We ended by seeing that – depending upon the particular pleasure being sought or pain being avoided – the human ego can begin to play a rather large part.
Have you ever had experiences with negative, difficult people? Perhaps that nasty person at the Registry of Motor Vehicles, the indifferent teller at the bank, the prospect who’s listening to your sales presentation with a challenging stare on his face, the uncivil civil servant, your difficult boss, employees, many, many others?

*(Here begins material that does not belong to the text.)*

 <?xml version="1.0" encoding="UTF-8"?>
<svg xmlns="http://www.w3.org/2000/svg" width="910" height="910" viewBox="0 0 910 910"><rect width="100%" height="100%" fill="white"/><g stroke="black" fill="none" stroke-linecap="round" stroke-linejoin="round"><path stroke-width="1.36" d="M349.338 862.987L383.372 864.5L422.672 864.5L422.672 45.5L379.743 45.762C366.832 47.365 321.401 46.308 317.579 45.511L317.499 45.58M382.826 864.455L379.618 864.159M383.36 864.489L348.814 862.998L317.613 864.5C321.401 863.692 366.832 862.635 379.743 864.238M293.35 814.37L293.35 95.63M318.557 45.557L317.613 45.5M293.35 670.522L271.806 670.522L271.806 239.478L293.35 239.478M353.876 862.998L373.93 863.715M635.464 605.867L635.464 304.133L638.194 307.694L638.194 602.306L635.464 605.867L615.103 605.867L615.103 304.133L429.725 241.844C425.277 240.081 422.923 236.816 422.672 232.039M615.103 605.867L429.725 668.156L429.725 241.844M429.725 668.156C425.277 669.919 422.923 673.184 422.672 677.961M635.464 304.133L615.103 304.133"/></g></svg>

While there can be various innocent and excusable reasons why someone is unhelpful, often, when they’re downright nasty or unaccommodating, it’s because they are flexing their muscles of power over another. And, they’re into power because it brings pleasure to their ego. Often because it’s the only power they have in their life. Sad, but too often true.
What about pain? I’m not talking about just physical pain. I’m talking about emotional pain.
What kind of pain would a person want to avoid?
How about the pain associated with getting fired? The feeling of pain that accompanies change or having the risk of taking initiative – especially when that’s not usually a requirement of that person’s job? What about the pain that comes with embarrassment? Looking bad – the pain of “loss of face?”
In much of this, the ego comes into play. You don’t want to look bad to others or feel badly about yourself, do you? Who does?
People interact with us in a certain way in order to gain pleasure or to avoid pain. Much of that centers on the ego. When you help them to feel good about themselves you’ll bring out the best in them and usually get the results you want.
In his 1956 classic, How to Have Confidence And Power In Dealing With People, Les Giblin wrote; “What counts is attaining personal satisfaction without trampling on the ego of the other person.”
I love his definition of “Human Relations.” According to Mr. Giblin, “It’s the science of dealing with people in such a way that your ego and their ego remains intact.
Yep, when it comes to Winning Without Intimidation, the ego (the other person’s) rules!
Honor them and their ego, genuinely and kindly – while helping them to avoid plain or get closer to pleasure – and you’ll be amazed at how simple and easy it is to bring them over to your side of the issue.